I really can‘t see what you did wrong. The police may have arrested you merely because it isn‘t necessarily up them to determine whether what you did was illegal or not. The fact is that you did "brandish a firearm". Therefore, you are arrested.  The cops weren‘t there to actually see what happened and the two thugs might have given a different story and the cops can‘t arbitrarily decide to believe one party over the other.  It‘s up to the lawyers and such to discover what really happened.

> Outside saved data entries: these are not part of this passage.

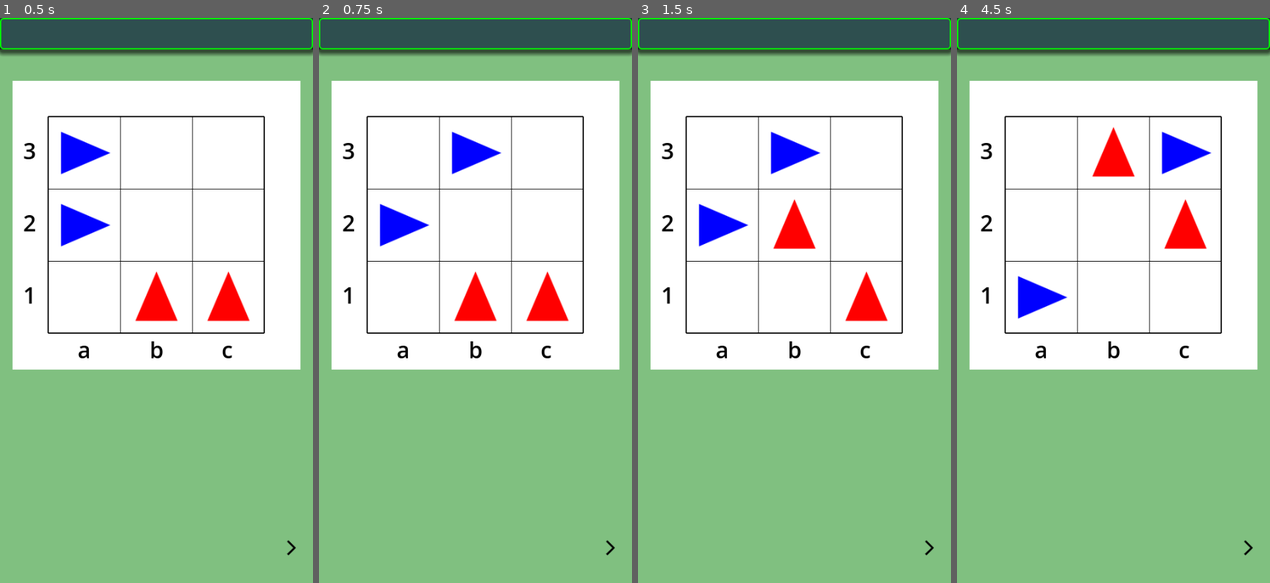
Above: before the commit, frames 1-4 (left to right).
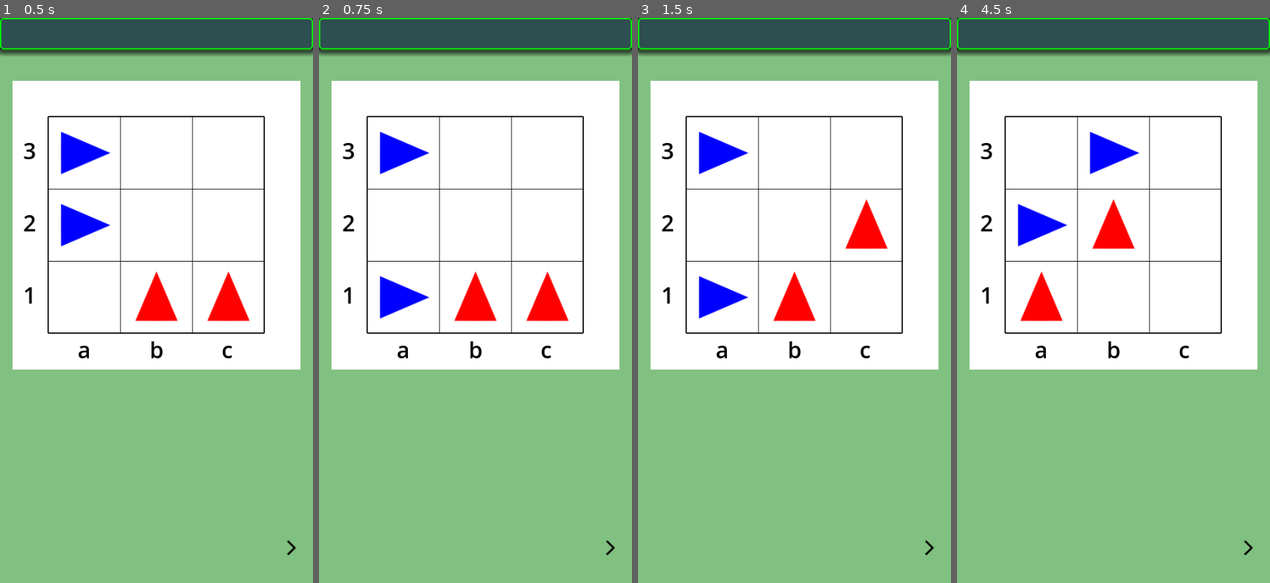
Above: after the commit, the same moments.

Repository: vivisuke/DodgemGame
Game: Godot game, scene res://main.tscn
Same seed, same stepped clock (60 frames per second), same inputs: the game is played once before the commit and once after it.
Inputs (mouse positions are in pixels of both pictures, inside the frame that each line leads up to):
- Up to frame 1 (0.5 s): no input
- Up to frame 2 (0.75 s): click (610, 549) at 0.5 s
- Up to frame 3 (1.5 s): click (929, 549) at 1.25 s
- Up to frame 4 (4.5 s): click (1248, 549) at 2 s; tap Enter at 2.75, 4.25 s; tap Space at 3.5 s

Frame 1 is identical in both runs. In frame 2, 2.5% of the frame differs, in the area x 19-59%, y 20-54%; in frame 3, 5.1%, in the area x 19-80%, y 20-54%; in frame 4, 4.4%.

Commit message:
0019 ◎ C 01/12 01/13 0.001│ToDo│勝敗判定

Diff:
--- a/dodgemgame/scripts/Board.gd
+++ b/dodgemgame/scripts/Board.gd
@@ -13,7 +13,9 @@
 #var m_width
 #var m_height
 var m_bd_size				# 盤面縦・横セル数
-var m_n_cars = 2			# 片方の車数
+var m_n_cars = 2			# 片方の車数初期値
+var m_n_red = 2
+var m_n_blue = 2
 var m_cells = []			# ２次元配列、m_cells[y][x] で参照
 var m_red_cars = PackedVector2Array()		# 赤車位置 (x, y)
 var m_blue_cars = PackedVector2Array()
@@ -38,14 +40,16 @@
 	m_red_cars.resize(2)
 	m_red_cars[0] = Vector2(1, 0)
 	m_red_cars[1] = Vector2(2, 0)
+	m_n_red = 2
 	m_blue_cars.resize(2)
 	m_blue_cars[0] = Vector2(0, 1)
 	m_blue_cars[1] = Vector2(0, 2)
+	m_n_blue = 2
 func print():
 	for v in range(m_bd_size-1, -1, -1):
 		print(m_cells[v])
-	print("red: ", m_red_cars)
-	print("blue: ", m_blue_cars)
+	print("red: ", m_red_cars, ", num = ", m_n_red)
+	print("blue: ", m_blue_cars, ", num = ", m_n_blue)
 func gen_moves_red():
 	m_moves.clear()
 	var id = 0
@@ -70,7 +74,7 @@
 			m_moves.push_back(Vector2(id, RIGHT))
 		if pos.y < m_bd_size-1 && m_cells[pos.y+1][pos.x] == EMPTY:
 			m_moves.push_back(Vector2(id, LEFT))
-func do_move(mv : Vector2):
+func do_move(mv : Vector2) -> bool:		# return: ゴールした
 	var id = mv.x
 	if id > 0:	# 赤移動
 		var ix = id - 1
@@ -83,6 +87,10 @@
 			m_red_cars[ix].x += 1
 		if m_red_cars[ix].y < m_bd_size:
 			m_cells[m_red_cars[id-1].y][m_red_cars[id-1].x] = id
+			return false
+		else:
+			m_n_red -= 1
+			return true
 	else:		# 青移動
 		var ix = -id - 1
 		m_cells[m_blue_cars[ix].y][m_blue_cars[ix].x] = EMPTY
@@ -94,6 +102,10 @@
 			m_blue_cars[ix].y -= 1
 		if m_blue_cars[ix].x < m_bd_size:
 			m_cells[m_blue_cars[ix].y][m_blue_cars[ix].x] = id
+			return false;
+		else:
+			m_n_blue -= 1
+			return true
 func _ready():
 	pass # Replace with function body.
 func _process(delta):
--- a/dodgemgame/scripts/main.gd
+++ b/dodgemgame/scripts/main.gd
@@ -2,10 +2,11 @@
 
 var bd
 var is_blue_turn = true
+var is_game_over = false
 
 # Called when the node enters the scene tree for the first time.
 func _ready():
-	seed(0)
+	#seed(0)
 	bd = Board.new(3)
 	bd.print()
 	if false:
@@ -31,6 +32,7 @@
 	pass
 
 func _on_step_button_pressed():
+	if is_game_over: return
 	var mv : Vector2
 	if is_blue_turn:
 		bd.gen_moves_blue()
@@ -43,6 +45,8 @@
 	$BoardRect.do_move(mv)
 	bd.do_move(mv)
 	bd.print()
+	if bd.m_n_red == 0 || bd.m_n_blue == 0:
+		is_game_over = true
 	is_blue_turn = !is_blue_turn
 
 	pass # Replace with function body.
Not shown, changed: DodgemGame.spr

Essentially, this is a huge hassle for you and is gonna cost you a bit of $. But if what you told us here is what really happened, then you more than likely won‘t have anything to worry about. (I won‘t say absolutely won‘t have to worry because the system is far from perfect. Just make sure you get a decent lawyer--not a bargain basement type.)


----------



## Enzo (1 Jan 2004)

Dix - if you have to wait until you‘re 23, then do something with it. School or if you aren‘t certain of what you‘re interested in. Travel. Become a diver, work overseas, hang out in a bar, work on a cruise ship. The point is, don‘t think of it as wasted time, make the most of it, build yourself into a better person and when you‘re able, go for it.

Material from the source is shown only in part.